SEJAUH
KUMELANGKAH

Director’s Statement

Akhir tahun 2016 saya pindah ke Amerika Serikat—tepatnya Washington DC, untuk sementara. Ketika mencoba memahami dan menjajaki budaya Amerika sambil berusaha memperbaiki bahasa Inggris saya yang belepotan, saya bertemu Andrea—gadis 16 tahun (waktu pertama kali saya bertemu dengannya) yang membuat saya tertegun. Remaja tunanetra imigran asal Indonesia itu sudah bisa bersumbangsih ke komunitasnya. Saya menyaksikan Dea (selanjutnya kita panggil saja begitu) mempromosikan inisiatif guna meningkatkan akses untuk pengunjung penyandang disabilitas di sebuah museum di Virginia, saya juga kemudian tahu, Dea sering diundang untuk jadi narasumber dalam acara di mana para pendidik di sekolah sekitar Virginia, bekerja untuk menfasilitasi para murid berkebutuhan khusus—utamanya, murid tunanetra.

Saya amat terkesan dan menyadari bahwa gadis semuda dia telah mampu membuat perubahan untuk komunitasnya. Di negara asal tempat saya tinggal, akses sekolah untuk tunanetra saja masih susah. Sekolah inklusif meski memang sudah ada, pada kenyataannya banyak yang belum aksesibel untuk mereka: para penyandang disabilitas di Indonesia.

Dea lalu memperkenalkan saya pada teman masa kecilnya di Jakarta, Salsabila. Cerita mereka pun terurai: Dea ditolak masuk sekolah umum di Indonesia, dan karena alasan itu pulalah orang tuanya membawanya ke Amerika Serikat: supaya Dea yang tunanetra bisa mendapat masa depan yang lebih baik di sana. Salsa (nama panggilan Salsabila) dengan gigih masuk sekolah inklusif, tapi buku braille tak tersedia, demikian juga audiobook yang bisa membantunya memahami pelajaran di sekolah. Fasilitas untuknya tak tersedia, pendidiknya pun belum siap untuk memfasilitasi dirinya.
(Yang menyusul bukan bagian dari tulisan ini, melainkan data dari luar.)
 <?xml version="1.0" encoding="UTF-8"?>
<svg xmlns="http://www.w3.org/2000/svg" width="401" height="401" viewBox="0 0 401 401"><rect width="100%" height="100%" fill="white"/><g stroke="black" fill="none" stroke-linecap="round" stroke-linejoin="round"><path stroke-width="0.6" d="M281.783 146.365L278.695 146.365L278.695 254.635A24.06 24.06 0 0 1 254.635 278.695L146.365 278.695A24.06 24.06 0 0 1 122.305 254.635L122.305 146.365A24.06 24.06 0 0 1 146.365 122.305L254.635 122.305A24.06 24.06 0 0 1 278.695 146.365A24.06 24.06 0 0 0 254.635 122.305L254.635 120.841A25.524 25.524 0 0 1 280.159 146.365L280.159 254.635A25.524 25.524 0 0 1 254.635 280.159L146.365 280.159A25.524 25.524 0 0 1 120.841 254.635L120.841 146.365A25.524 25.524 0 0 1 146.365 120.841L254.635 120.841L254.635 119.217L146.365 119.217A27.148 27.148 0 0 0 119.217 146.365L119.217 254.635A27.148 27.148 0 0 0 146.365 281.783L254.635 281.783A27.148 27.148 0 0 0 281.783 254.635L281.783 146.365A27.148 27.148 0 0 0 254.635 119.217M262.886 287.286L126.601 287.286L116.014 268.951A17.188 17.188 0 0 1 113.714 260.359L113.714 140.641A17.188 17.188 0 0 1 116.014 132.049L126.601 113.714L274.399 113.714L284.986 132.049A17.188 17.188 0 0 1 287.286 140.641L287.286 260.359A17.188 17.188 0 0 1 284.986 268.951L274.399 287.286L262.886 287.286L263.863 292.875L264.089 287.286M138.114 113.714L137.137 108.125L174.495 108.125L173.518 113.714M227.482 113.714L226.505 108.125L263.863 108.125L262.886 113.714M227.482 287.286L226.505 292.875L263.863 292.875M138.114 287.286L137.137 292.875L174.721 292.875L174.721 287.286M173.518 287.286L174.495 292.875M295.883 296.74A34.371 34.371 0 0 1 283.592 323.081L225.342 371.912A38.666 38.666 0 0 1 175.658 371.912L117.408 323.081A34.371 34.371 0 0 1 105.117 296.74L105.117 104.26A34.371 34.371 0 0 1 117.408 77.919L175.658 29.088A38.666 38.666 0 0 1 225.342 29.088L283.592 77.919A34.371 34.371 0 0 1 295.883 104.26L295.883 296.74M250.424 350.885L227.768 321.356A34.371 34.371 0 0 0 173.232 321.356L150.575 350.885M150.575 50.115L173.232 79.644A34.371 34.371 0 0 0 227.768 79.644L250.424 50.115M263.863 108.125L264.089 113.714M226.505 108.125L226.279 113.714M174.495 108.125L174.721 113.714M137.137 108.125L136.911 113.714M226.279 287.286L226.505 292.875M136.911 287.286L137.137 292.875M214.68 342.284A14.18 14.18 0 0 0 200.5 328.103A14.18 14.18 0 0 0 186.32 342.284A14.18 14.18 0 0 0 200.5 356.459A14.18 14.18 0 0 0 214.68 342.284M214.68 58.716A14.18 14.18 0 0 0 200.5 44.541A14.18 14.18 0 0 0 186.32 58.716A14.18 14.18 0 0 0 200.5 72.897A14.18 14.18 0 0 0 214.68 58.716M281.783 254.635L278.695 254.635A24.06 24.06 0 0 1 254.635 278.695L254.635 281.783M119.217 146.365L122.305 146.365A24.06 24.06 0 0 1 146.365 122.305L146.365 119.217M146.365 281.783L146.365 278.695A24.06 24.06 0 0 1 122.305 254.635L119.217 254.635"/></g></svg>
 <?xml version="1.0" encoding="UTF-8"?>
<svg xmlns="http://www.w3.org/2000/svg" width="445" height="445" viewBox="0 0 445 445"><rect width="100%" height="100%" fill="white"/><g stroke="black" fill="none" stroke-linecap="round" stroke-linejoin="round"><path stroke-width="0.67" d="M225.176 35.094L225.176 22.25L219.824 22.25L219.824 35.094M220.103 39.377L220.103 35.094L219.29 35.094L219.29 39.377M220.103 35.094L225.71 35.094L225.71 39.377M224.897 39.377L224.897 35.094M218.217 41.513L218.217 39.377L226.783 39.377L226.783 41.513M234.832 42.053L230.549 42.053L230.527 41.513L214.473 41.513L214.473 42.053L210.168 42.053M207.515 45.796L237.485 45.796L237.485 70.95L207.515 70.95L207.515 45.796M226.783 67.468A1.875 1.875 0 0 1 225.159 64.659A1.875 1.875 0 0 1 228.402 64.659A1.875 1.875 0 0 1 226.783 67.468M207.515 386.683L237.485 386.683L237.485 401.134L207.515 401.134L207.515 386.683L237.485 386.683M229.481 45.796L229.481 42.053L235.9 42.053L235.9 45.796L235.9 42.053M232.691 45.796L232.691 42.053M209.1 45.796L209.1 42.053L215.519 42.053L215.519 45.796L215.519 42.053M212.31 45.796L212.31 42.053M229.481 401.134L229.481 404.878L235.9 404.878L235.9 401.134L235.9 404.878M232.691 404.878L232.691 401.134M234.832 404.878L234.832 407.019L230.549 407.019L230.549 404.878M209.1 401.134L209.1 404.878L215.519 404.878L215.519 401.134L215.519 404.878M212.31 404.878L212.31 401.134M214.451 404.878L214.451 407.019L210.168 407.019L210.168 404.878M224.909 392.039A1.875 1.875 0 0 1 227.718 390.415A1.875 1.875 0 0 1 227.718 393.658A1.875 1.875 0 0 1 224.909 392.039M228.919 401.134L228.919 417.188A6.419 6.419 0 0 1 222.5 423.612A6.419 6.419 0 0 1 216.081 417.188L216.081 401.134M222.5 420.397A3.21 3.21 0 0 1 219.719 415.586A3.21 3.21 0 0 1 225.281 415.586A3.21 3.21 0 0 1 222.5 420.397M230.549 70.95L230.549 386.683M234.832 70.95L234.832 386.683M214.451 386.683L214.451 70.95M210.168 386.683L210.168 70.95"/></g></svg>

Kebutaan hanyalah urusan cara berpikir! Itu pendapat Dea. Yang paling penting menurutnya adalah dia harus punya alat yang bisa mambantunya untuk mampu terus menjelajah banyak kemungkinan di depan. Sementara bagi Salsa, dia percaya bahwa pengetahuan dan pendidikan sangat penting dan berarti, namun sebagai orang buta di Indonesia, dia tahu dia hanya harus terus maju jalan saja… lalu lihat sejauh mana ia bisa membawa dirinya melangkah mencapai masa depan. Akses terhadap pendidikan adalah hak asasi manusia yang paling dasar. Sekitar 4 juta orang buta dan mengalami gangguan penglihatan ada di Indonesia, tercatat sebagai negara berpenduduk terbesar kedua yang mengalami kebutaan di dunia (setelah Etihopia). Dengan angka statistik tercatat sebesar itu, sudah waktunya Indonesia membuat komitmen serius di ranah pendidikan untuk penduduknya yang mengalami gangguan penglihatan.

Saya adalah bagian dari mereka yang percaya bahwa masyarakat yang inklusif sangatlah penting untuk terwujud. Dea, Salsa dan saya—kami, sangat berharap bahwa Indonesia suatu hari nanti akan mampu, untuk bukan hanya bisa menghapus jumlah kebutaan (yang sebagian besarnya disebabkan oleh katarak) yang ingin diperangi di Indonesia, tapi juga sudah harus mulai bisa membangun jalan dan mengagendakan program-program yang terjamin aksesibel dan ramah untuk para penyandang disabiitas khususnya tunanetra di Indonesia: jalan menuju ranah setara!